Source records Block Start
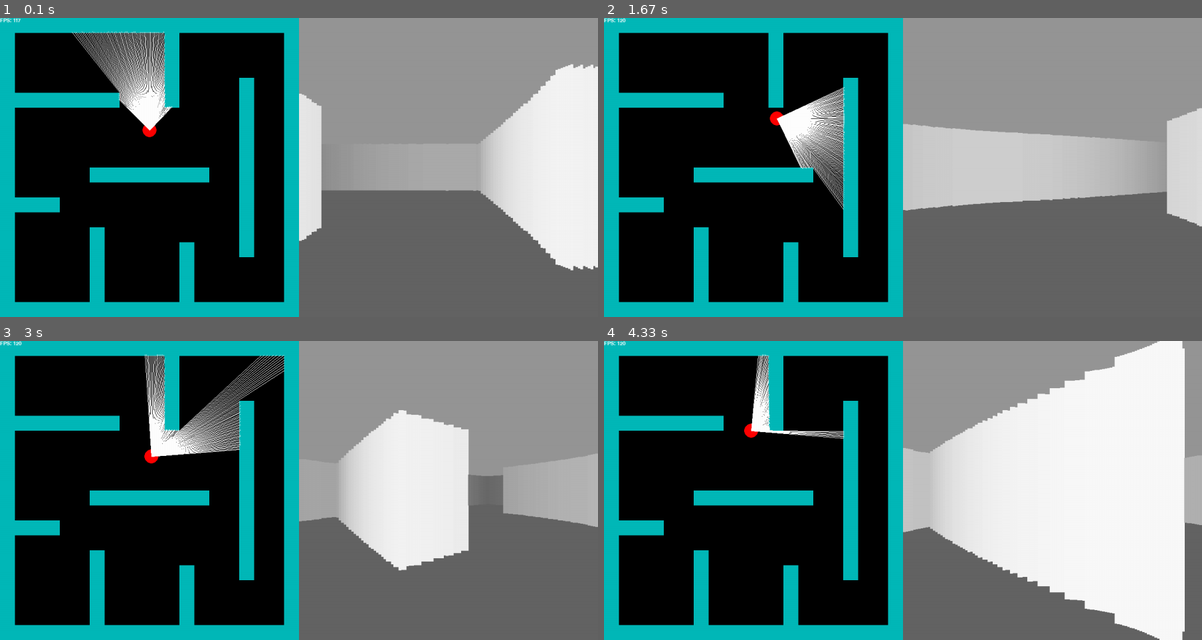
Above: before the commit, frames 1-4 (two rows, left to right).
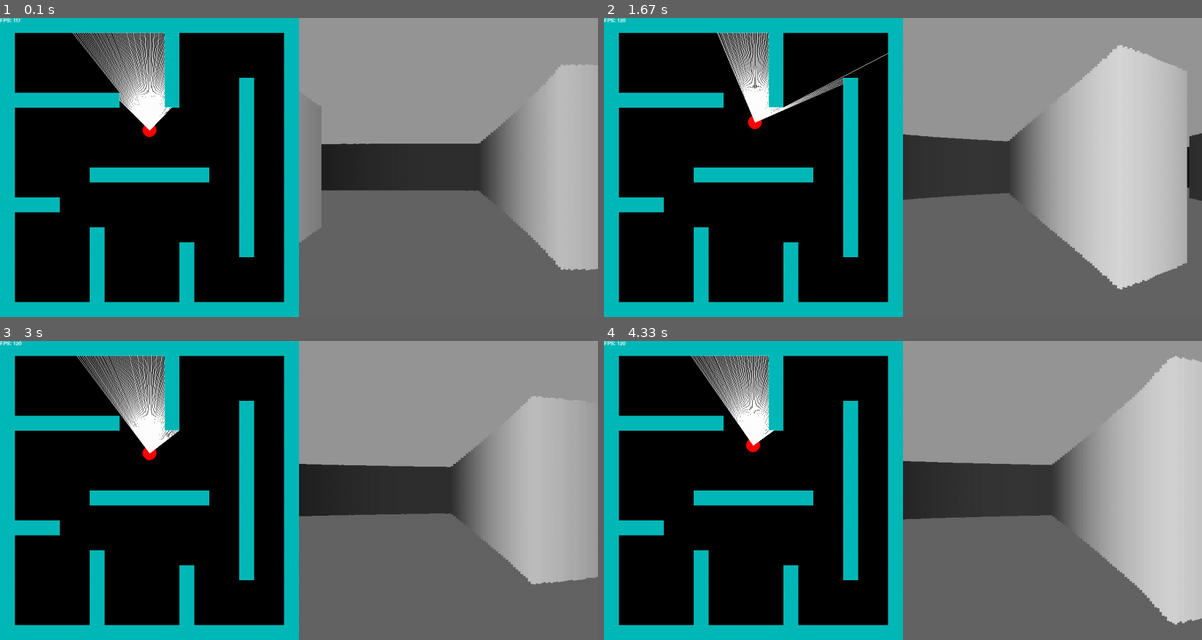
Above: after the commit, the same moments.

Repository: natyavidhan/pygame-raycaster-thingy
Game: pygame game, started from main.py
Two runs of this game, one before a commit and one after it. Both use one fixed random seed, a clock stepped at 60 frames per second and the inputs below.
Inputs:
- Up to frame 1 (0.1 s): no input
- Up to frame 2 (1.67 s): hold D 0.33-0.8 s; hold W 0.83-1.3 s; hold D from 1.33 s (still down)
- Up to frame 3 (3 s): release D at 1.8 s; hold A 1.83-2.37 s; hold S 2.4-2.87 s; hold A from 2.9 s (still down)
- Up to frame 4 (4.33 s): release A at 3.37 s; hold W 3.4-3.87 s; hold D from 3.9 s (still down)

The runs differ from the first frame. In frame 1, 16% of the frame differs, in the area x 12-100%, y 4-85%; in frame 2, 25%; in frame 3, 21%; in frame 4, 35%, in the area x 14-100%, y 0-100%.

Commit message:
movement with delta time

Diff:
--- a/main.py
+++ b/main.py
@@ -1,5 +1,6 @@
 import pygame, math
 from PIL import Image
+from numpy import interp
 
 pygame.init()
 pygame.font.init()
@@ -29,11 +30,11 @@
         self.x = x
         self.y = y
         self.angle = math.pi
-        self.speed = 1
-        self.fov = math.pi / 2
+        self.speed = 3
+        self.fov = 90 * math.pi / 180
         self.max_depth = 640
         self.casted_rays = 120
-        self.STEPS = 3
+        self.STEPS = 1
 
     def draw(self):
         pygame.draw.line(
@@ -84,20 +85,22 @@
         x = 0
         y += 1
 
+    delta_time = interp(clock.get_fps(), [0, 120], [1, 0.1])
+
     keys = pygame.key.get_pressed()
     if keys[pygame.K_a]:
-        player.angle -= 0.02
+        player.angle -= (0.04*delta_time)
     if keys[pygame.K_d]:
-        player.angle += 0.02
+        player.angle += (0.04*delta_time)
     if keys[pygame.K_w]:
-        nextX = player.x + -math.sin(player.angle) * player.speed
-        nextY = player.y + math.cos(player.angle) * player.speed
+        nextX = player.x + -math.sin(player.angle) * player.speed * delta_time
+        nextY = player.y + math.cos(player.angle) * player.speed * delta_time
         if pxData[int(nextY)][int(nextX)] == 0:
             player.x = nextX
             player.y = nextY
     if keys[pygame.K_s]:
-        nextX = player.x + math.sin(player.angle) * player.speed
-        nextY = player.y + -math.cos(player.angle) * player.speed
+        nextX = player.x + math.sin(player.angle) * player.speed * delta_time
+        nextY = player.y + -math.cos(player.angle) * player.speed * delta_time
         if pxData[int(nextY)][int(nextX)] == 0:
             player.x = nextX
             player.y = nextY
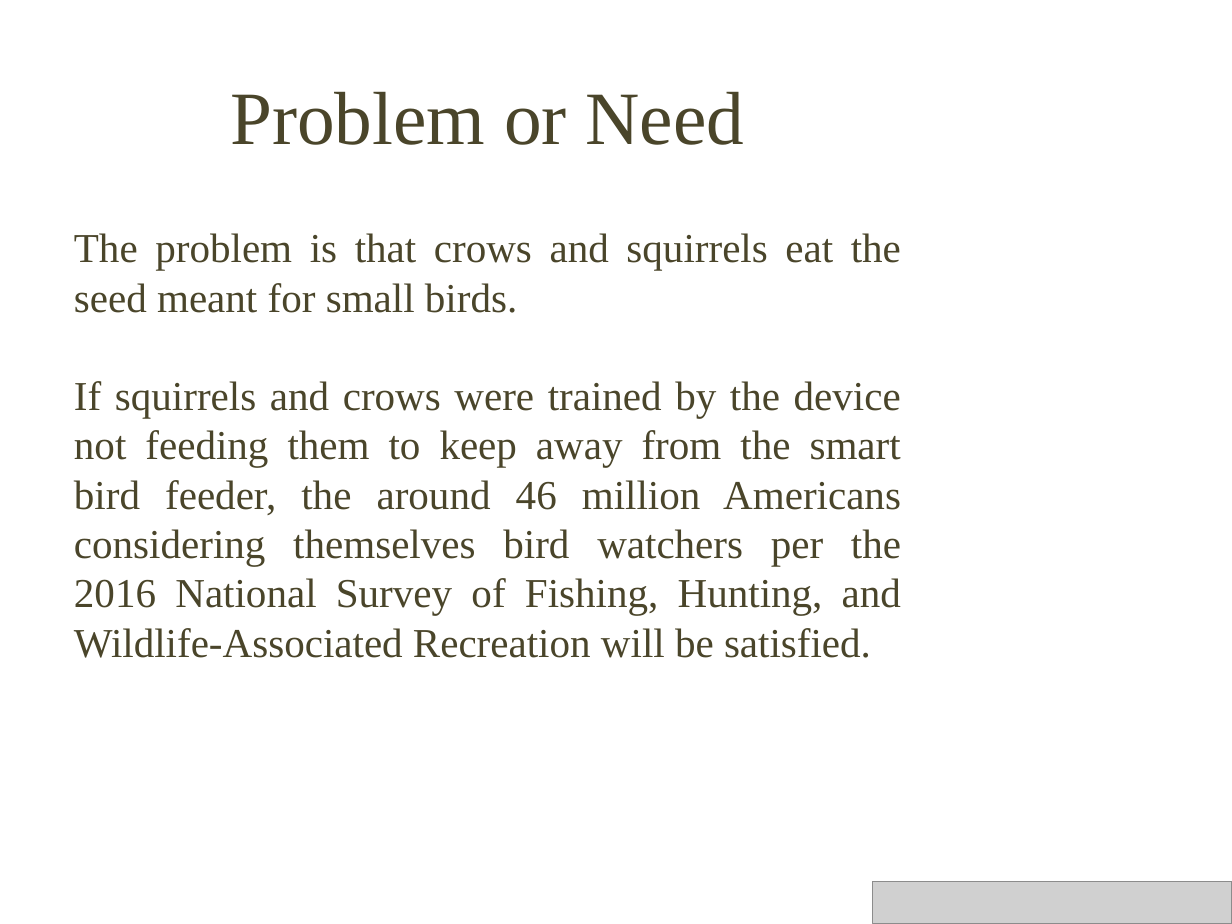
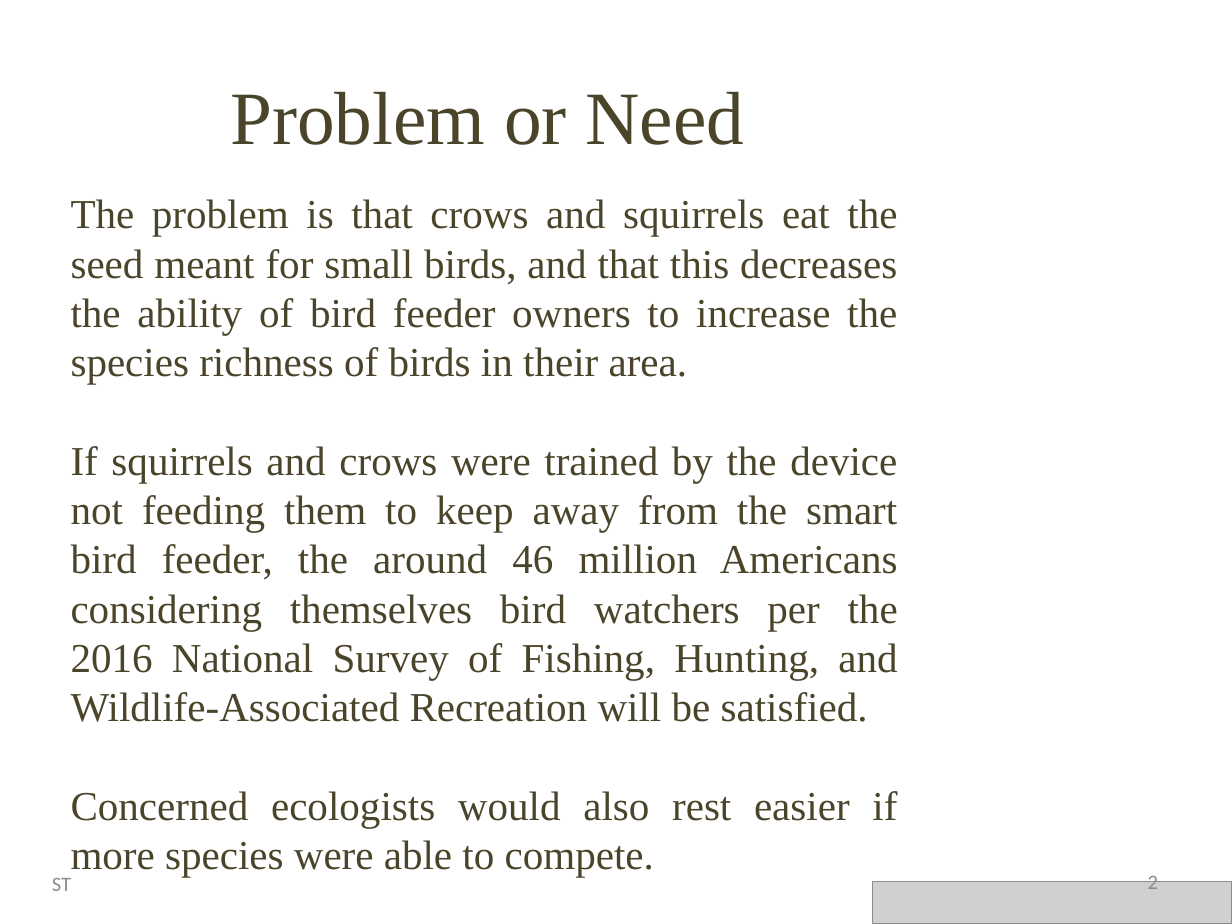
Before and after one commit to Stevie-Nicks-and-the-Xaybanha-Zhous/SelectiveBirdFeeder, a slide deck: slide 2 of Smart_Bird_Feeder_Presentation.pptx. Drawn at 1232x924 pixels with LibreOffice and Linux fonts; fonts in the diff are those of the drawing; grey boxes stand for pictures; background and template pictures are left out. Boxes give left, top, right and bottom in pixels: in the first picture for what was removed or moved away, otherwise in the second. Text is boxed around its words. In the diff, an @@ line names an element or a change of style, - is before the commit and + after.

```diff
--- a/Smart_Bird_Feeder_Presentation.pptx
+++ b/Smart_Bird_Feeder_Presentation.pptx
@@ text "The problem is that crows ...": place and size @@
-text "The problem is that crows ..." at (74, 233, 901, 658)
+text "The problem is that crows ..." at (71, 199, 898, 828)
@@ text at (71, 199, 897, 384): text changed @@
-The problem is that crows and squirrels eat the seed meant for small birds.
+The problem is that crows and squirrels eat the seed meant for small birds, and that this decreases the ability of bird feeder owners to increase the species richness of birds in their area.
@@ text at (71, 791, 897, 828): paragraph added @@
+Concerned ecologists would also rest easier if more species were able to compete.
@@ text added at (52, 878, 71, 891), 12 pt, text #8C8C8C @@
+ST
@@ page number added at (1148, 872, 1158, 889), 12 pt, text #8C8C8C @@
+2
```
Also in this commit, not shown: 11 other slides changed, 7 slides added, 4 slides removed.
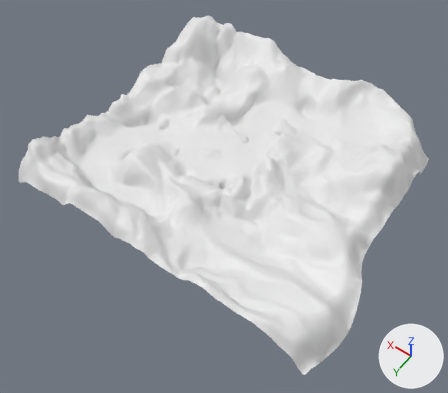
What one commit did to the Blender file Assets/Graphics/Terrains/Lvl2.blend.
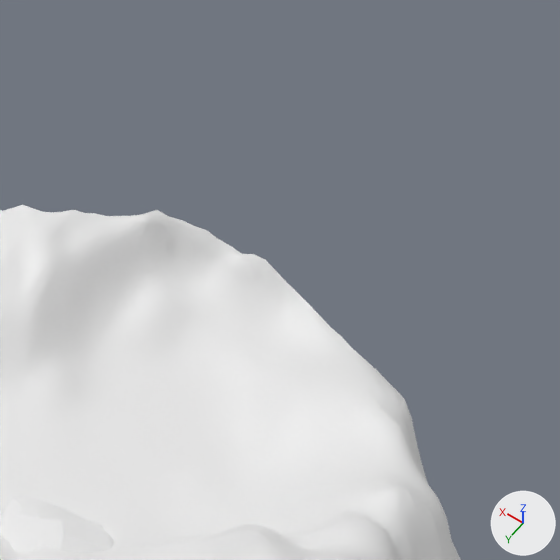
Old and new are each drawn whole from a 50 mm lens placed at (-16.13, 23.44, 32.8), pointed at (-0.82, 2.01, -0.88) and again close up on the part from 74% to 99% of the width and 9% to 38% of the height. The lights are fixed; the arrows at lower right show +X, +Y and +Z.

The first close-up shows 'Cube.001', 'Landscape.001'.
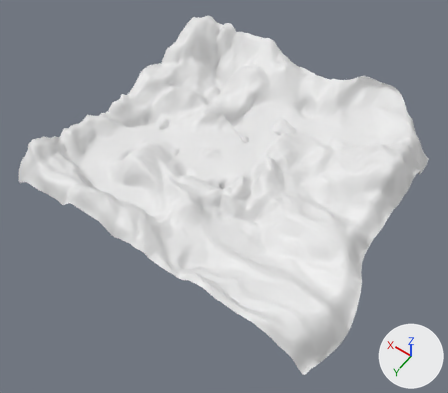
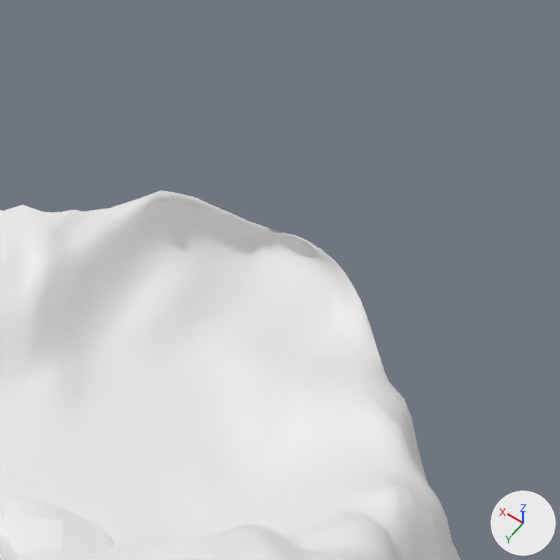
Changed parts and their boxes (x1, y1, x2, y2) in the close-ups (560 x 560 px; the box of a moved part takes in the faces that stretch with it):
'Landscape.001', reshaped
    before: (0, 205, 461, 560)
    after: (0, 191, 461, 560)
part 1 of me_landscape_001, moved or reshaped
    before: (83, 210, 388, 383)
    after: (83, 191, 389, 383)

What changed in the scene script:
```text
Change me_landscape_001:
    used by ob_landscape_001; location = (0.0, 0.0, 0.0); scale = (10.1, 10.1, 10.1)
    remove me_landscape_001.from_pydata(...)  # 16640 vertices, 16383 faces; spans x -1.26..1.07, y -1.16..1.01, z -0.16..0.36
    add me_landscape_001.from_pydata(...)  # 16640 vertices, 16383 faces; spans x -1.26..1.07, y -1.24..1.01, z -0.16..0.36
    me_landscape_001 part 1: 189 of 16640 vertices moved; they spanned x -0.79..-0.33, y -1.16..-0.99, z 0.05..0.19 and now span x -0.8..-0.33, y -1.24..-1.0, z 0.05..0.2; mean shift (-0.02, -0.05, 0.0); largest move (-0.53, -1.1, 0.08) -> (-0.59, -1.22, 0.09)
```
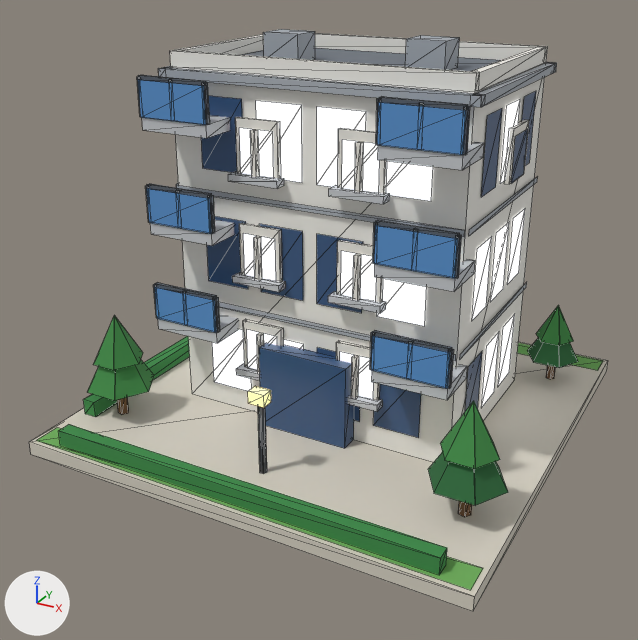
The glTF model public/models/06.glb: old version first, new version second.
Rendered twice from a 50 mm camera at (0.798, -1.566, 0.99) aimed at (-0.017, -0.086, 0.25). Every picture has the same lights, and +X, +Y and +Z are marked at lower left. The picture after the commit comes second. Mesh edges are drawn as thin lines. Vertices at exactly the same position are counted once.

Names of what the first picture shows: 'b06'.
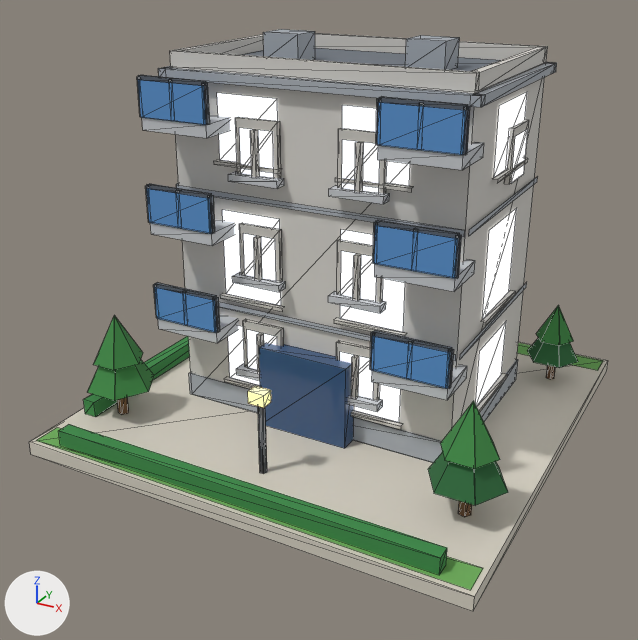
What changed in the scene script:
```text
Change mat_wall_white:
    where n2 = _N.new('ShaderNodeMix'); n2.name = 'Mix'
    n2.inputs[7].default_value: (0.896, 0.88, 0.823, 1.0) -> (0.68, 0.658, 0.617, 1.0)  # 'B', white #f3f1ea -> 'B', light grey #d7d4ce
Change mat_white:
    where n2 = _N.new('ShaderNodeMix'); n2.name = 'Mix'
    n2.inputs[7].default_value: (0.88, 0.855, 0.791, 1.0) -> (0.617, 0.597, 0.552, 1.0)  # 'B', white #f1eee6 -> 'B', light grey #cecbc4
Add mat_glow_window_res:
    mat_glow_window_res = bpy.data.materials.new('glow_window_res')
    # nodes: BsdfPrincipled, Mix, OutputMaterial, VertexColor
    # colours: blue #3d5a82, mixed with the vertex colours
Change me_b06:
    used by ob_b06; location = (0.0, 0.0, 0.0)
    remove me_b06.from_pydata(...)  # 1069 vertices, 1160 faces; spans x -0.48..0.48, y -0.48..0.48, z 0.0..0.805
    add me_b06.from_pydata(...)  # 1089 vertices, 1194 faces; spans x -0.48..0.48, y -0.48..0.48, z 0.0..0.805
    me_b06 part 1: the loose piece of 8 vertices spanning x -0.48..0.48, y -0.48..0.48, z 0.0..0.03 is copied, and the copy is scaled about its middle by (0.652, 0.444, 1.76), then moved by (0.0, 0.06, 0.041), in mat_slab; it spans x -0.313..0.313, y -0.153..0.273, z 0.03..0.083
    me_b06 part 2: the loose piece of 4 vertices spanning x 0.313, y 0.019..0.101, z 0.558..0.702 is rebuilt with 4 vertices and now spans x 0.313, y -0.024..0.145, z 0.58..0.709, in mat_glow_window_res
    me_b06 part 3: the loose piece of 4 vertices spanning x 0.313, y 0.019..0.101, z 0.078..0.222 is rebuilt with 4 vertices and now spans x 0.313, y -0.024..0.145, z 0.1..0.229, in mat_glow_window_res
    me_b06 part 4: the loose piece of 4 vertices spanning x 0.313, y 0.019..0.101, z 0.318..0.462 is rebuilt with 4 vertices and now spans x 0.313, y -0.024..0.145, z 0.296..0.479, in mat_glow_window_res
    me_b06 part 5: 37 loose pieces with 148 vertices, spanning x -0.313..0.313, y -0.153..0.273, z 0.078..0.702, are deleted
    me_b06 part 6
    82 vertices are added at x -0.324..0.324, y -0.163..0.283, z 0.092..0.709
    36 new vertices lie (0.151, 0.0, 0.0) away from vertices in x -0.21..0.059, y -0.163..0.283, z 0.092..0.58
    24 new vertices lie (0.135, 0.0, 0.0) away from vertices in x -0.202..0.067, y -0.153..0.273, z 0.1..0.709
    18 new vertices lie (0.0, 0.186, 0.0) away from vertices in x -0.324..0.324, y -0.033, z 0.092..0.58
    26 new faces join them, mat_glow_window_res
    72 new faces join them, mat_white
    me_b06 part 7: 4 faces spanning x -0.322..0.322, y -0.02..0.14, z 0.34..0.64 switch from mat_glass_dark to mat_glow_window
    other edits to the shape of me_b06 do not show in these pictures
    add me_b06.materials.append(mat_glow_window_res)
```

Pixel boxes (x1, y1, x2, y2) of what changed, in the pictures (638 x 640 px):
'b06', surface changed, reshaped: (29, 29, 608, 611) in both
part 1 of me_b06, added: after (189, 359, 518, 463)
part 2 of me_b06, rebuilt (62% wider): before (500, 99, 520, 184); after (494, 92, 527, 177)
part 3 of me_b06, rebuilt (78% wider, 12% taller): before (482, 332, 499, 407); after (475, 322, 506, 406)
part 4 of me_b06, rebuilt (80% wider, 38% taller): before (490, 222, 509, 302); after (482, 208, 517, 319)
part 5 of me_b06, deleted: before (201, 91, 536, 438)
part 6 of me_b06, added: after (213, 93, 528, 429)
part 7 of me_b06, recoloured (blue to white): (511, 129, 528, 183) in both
Source records Block End
- **What you should do**: Your answer should consist of the lines above that hold the word "pictures", copied exactly.

- **Solution to this problem**:
Before and after one commit to Stevie-Nicks-and-the-Xaybanha-Zhous/SelectiveBirdFeeder, a slide deck: slide 2 of Smart_Bird_Feeder_Presentation.pptx. Drawn at 1232x924 pixels with LibreOffice and Linux fonts; fonts in the diff are those of the drawing; grey boxes stand for pictures; background and template pictures are left out. Boxes give left, top, right and bottom in pixels: in the first picture for what was removed or moved away, otherwise in the second. Text is boxed around its words. In the diff, an @@ line names an element or a change of style, - is before the commit and + after.
    other edits to the shape of me_b06 do not show in these pictures
Pixel boxes (x1, y1, x2, y2) of what changed, in the pictures (638 x 640 px):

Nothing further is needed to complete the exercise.